Start of RECORDED DATA

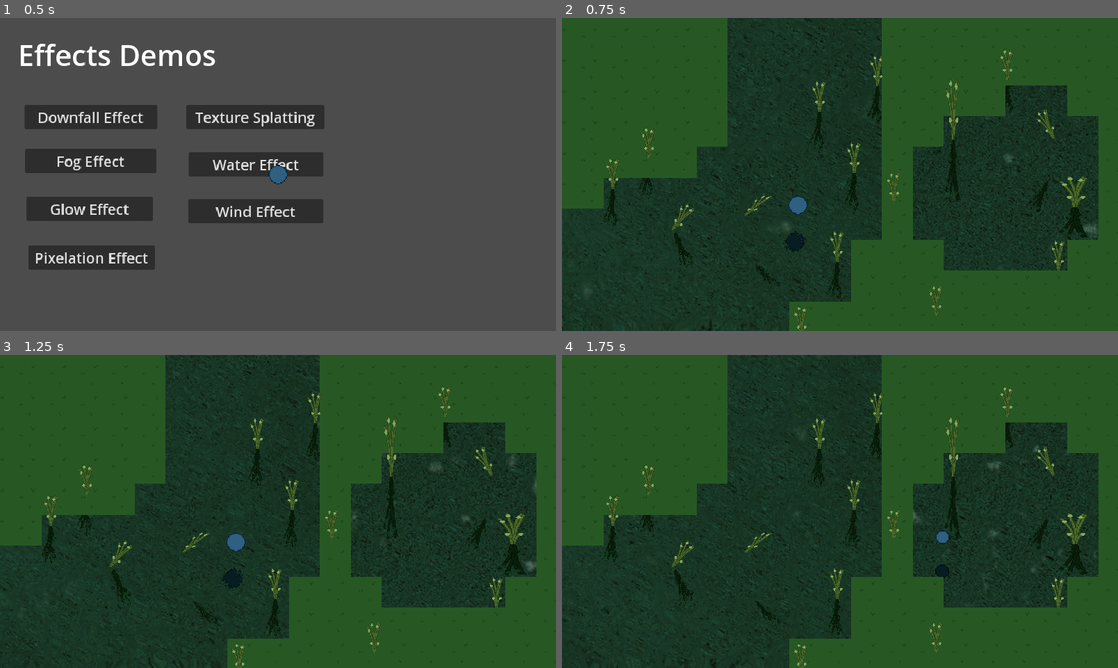
Above: before the commit, frames 1-4 (two rows, left to right).
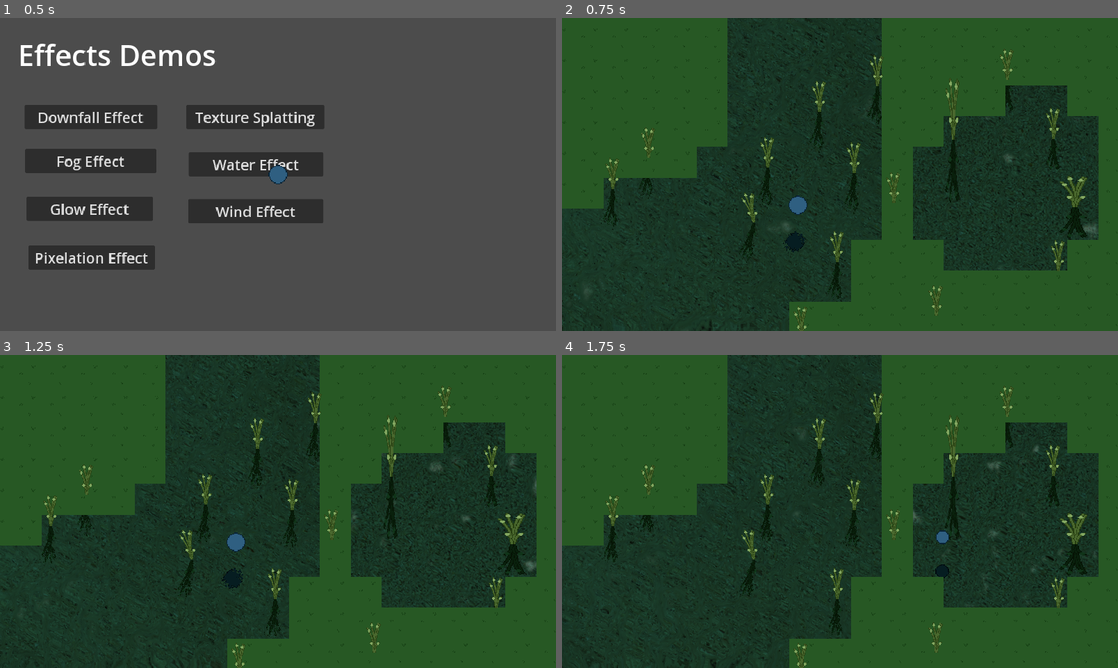
Above: after the commit, the same moments.

Repository: Cycrus/Godot-Special-Effects
Game: Godot game, scene res://effect_selection/effect_selection.tscn
The game is run twice, just before and just after one commit, with the same random seed, the same clock (stepped at 60 frames per second) and the same inputs.
Inputs (mouse positions are in pixels of both pictures, inside the frame that each line leads up to):
- Up to frame 1 (0.5 s): no input
- Up to frame 2 (0.75 s): click "Water Effect" at 0.5 s
- Up to frame 3 (1.25 s): no input
- Up to frame 4 (1.75 s): tap Enter at 1.25 s; move the mouse to (962, 495) at 1.27 s; click (962, 495) at 1.42 s

Frame 1 is identical in both runs. In frame 2, 0.8% of the frame differs, in the area x 19-90%, y 28-86%; in frame 3, 0.8%; in frame 4, 0.8%.

Commit message:
fix: Better offset fixed for mirrored images which are skewed or rotated.

Diff:
--- a/water_effect/water_controller/water_mirror_controller.gd
+++ b/water_effect/water_controller/water_mirror_controller.gd
@@ -85,9 +85,17 @@
 	else:
 		sprite.material.set("shader_parameter/floating_image", false)
 
-	sprite.offset = original_sprite.offset * -1
 	sprite.global_position = original_sprite.global_position
 	sprite.global_position.y += sprite.texture.get_height() * sprite.global_scale.y + y_offset
+	# Correct position and offset by changing sprite rotation points
+	sprite.offset.x = original_sprite.offset.x * -0.5
+	sprite.offset.y = original_sprite.offset.y * -0.5
+	sprite.global_position.y += original_sprite.offset.y * 2
+	sprite.global_position.x += original_sprite.offset.x * 2
+	# Correct skewing offset
+	sprite.global_position.y += abs(original_sprite.skew) * 6
+	# Correct rotation offset
+	sprite.global_position.y += fposmod(abs(original_sprite.rotation), TAU / 2) * 5
 	sprite.skew = original_sprite.skew * -1
 	sprite.global_rotation = original_sprite.global_rotation * -1
 	sprite.scale = Vector2(original_sprite.global_scale.x / global_scale.x,
--- a/water_effect/water_shading_scene.tscn
+++ b/water_effect/water_shading_scene.tscn
@@ -164,13 +164,33 @@
 y_sort_enabled = true
 position = Vector2(-50, 28)
 
+[node name="Grass17" type="Node2D" parent="GrassContainer"]
+y_sort_enabled = true
+position = Vector2(487, 279)
+
+[node name="Sprite" type="Sprite2D" parent="GrassContainer/Grass17"]
+y_sort_enabled = true
+position = Vector2(1, 31)
+skew = -0.207694
+texture = ExtResource("6_jrmyk")
+offset = Vector2(-1, -31)
+
+[node name="Area2D" type="Area2D" parent="GrassContainer/Grass17"]
+y_sort_enabled = true
+metadata/mirrored = true
+
+[node name="CollisionShape2D" type="CollisionShape2D" parent="GrassContainer/Grass17/Area2D"]
+visible = false
+y_sort_enabled = true
+position = Vector2(2, 0)
+shape = SubResource("CapsuleShape2D_ba31o")
+
 [node name="Grass" type="Node2D" parent="GrassContainer"]
 y_sort_enabled = true
 position = Vector2(179, -51)
-rotation = 0.644027
 
 [node name="Sprite" type="Sprite2D" parent="GrassContainer/Grass"]
-position = Vector2(337, 185)
+position = Vector2(337, 216)
 texture = ExtResource("6_jrmyk")
 
 [node name="Area2D" type="Area2D" parent="GrassContainer/Grass"]
@@ -179,28 +199,6 @@
 
 [node name="CollisionShape2D" type="CollisionShape2D" parent="GrassContainer/Grass/Area2D"]
 visible = false
-position = Vector2(2, 0)
-shape = SubResource("CapsuleShape2D_ba31o")
-
-[node name="Grass2" type="Node2D" parent="GrassContainer"]
-y_sort_enabled = true
-position = Vector2(469, 265)
-
-[node name="Sprite" type="Sprite2D" parent="GrassContainer/Grass2"]
-y_sort_enabled = true
-position = Vector2(1, 31)
-skew = 0.832522
-texture = ExtResource("6_jrmyk")
-offset = Vector2(-1, -31)
-
-[node name="Area2D" type="Area2D" parent="GrassContainer/Grass2"]
-y_sort_enabled = true
-metadata/mirrored = true
-metadata/mirror_y_offset = 17.055
-
-[node name="CollisionShape2D" type="CollisionShape2D" parent="GrassContainer/Grass2/Area2D"]
-visible = false
-y_sort_enabled = true
 position = Vector2(2, 0)
 shape = SubResource("CapsuleShape2D_ba31o")
 
@@ -253,7 +251,6 @@
 [node name="Sprite" type="Sprite2D" parent="GrassContainer/Grass5"]
 y_sort_enabled = true
 position = Vector2(337, 216)
-rotation = -0.450295
 texture = ExtResource("6_jrmyk")
 offset = Vector2(0, -31)

End of RECORDED DATA

WHAT IS EXPECTED: Your reply should hold every line of the material, unaltered, and not one picture.

COMPLETED TASK:
Above: before the commit, frames 1-4 (two rows, left to right).
Above: after the commit, the same moments.

Repository: Cycrus/Godot-Special-Effects
Game: Godot game, scene res://effect_selection/effect_selection.tscn
The game is run twice, just before and just after one commit, with the same random seed, the same clock (stepped at 60 frames per second) and the same inputs.
Inputs (mouse positions are in pixels of both pictures, inside the frame that each line leads up to):
- Up to frame 1 (0.5 s): no input
- Up to frame 2 (0.75 s): click "Water Effect" at 0.5 s
- Up to frame 3 (1.25 s): no input
- Up to frame 4 (1.75 s): tap Enter at 1.25 s; move the mouse to (962, 495) at 1.27 s; click (962, 495) at 1.42 s

Frame 1 is identical in both runs. In frame 2, 0.8% of the frame differs, in the area x 19-90%, y 28-86%; in frame 3, 0.8%; in frame 4, 0.8%.

Commit message:
fix: Better offset fixed for mirrored images which are skewed or rotated.

Diff:
--- a/water_effect/water_controller/water_mirror_controller.gd
+++ b/water_effect/water_controller/water_mirror_controller.gd
@@ -85,9 +85,17 @@
 	else:
 		sprite.material.set("shader_parameter/floating_image", false)
 
-	sprite.offset = original_sprite.offset * -1
 	sprite.global_position = original_sprite.global_position
 	sprite.global_position.y += sprite.texture.get_height() * sprite.global_scale.y + y_offset
+	# Correct position and offset by changing sprite rotation points
+	sprite.offset.x = original_sprite.offset.x * -0.5
+	sprite.offset.y = original_sprite.offset.y * -0.5
+	sprite.global_position.y += original_sprite.offset.y * 2
+	sprite.global_position.x += original_sprite.offset.x * 2
+	# Correct skewing offset
+	sprite.global_position.y += abs(original_sprite.skew) * 6
+	# Correct rotation offset
+	sprite.global_position.y += fposmod(abs(original_sprite.rotation), TAU / 2) * 5
 	sprite.skew = original_sprite.skew * -1
 	sprite.global_rotation = original_sprite.global_rotation * -1
 	sprite.scale = Vector2(original_sprite.global_scale.x / global_scale.x,
--- a/water_effect/water_shading_scene.tscn
+++ b/water_effect/water_shading_scene.tscn
@@ -164,13 +164,33 @@
 y_sort_enabled = true
 position = Vector2(-50, 28)
 
+[node name="Grass17" type="Node2D" parent="GrassContainer"]
+y_sort_enabled = true
+position = Vector2(487, 279)
+
+[node name="Sprite" type="Sprite2D" parent="GrassContainer/Grass17"]
+y_sort_enabled = true
+position = Vector2(1, 31)
+skew = -0.207694
+texture = ExtResource("6_jrmyk")
+offset = Vector2(-1, -31)
+
+[node name="Area2D" type="Area2D" parent="GrassContainer/Grass17"]
+y_sort_enabled = true
+metadata/mirrored = true
+
+[node name="CollisionShape2D" type="CollisionShape2D" parent="GrassContainer/Grass17/Area2D"]
+visible = false
+y_sort_enabled = true
+position = Vector2(2, 0)
+shape = SubResource("CapsuleShape2D_ba31o")
+
 [node name="Grass" type="Node2D" parent="GrassContainer"]
 y_sort_enabled = true
 position = Vector2(179, -51)
-rotation = 0.644027
 
 [node name="Sprite" type="Sprite2D" parent="GrassContainer/Grass"]
-position = Vector2(337, 185)
+position = Vector2(337, 216)
 texture = ExtResource("6_jrmyk")
 
 [node name="Area2D" type="Area2D" parent="GrassContainer/Grass"]
@@ -179,28 +199,6 @@
 
 [node name="CollisionShape2D" type="CollisionShape2D" parent="GrassContainer/Grass/Area2D"]
 visible = false
-position = Vector2(2, 0)
-shape = SubResource("CapsuleShape2D_ba31o")
-
-[node name="Grass2" type="Node2D" parent="GrassContainer"]
-y_sort_enabled = true
-position = Vector2(469, 265)
-
-[node name="Sprite" type="Sprite2D" parent="GrassContainer/Grass2"]
-y_sort_enabled = true
-position = Vector2(1, 31)
-skew = 0.832522
-texture = ExtResource("6_jrmyk")
-offset = Vector2(-1, -31)
-
-[node name="Area2D" type="Area2D" parent="GrassContainer/Grass2"]
-y_sort_enabled = true
-metadata/mirrored = true
-metadata/mirror_y_offset = 17.055
-
-[node name="CollisionShape2D" type="CollisionShape2D" parent="GrassContainer/Grass2/Area2D"]
-visible = false
-y_sort_enabled = true
 position = Vector2(2, 0)
 shape = SubResource("CapsuleShape2D_ba31o")
 
@@ -253,7 +251,6 @@
 [node name="Sprite" type="Sprite2D" parent="GrassContainer/Grass5"]
 y_sort_enabled = true
 position = Vector2(337, 216)
-rotation = -0.450295
 texture = ExtResource("6_jrmyk")
 offset = Vector2(0, -31)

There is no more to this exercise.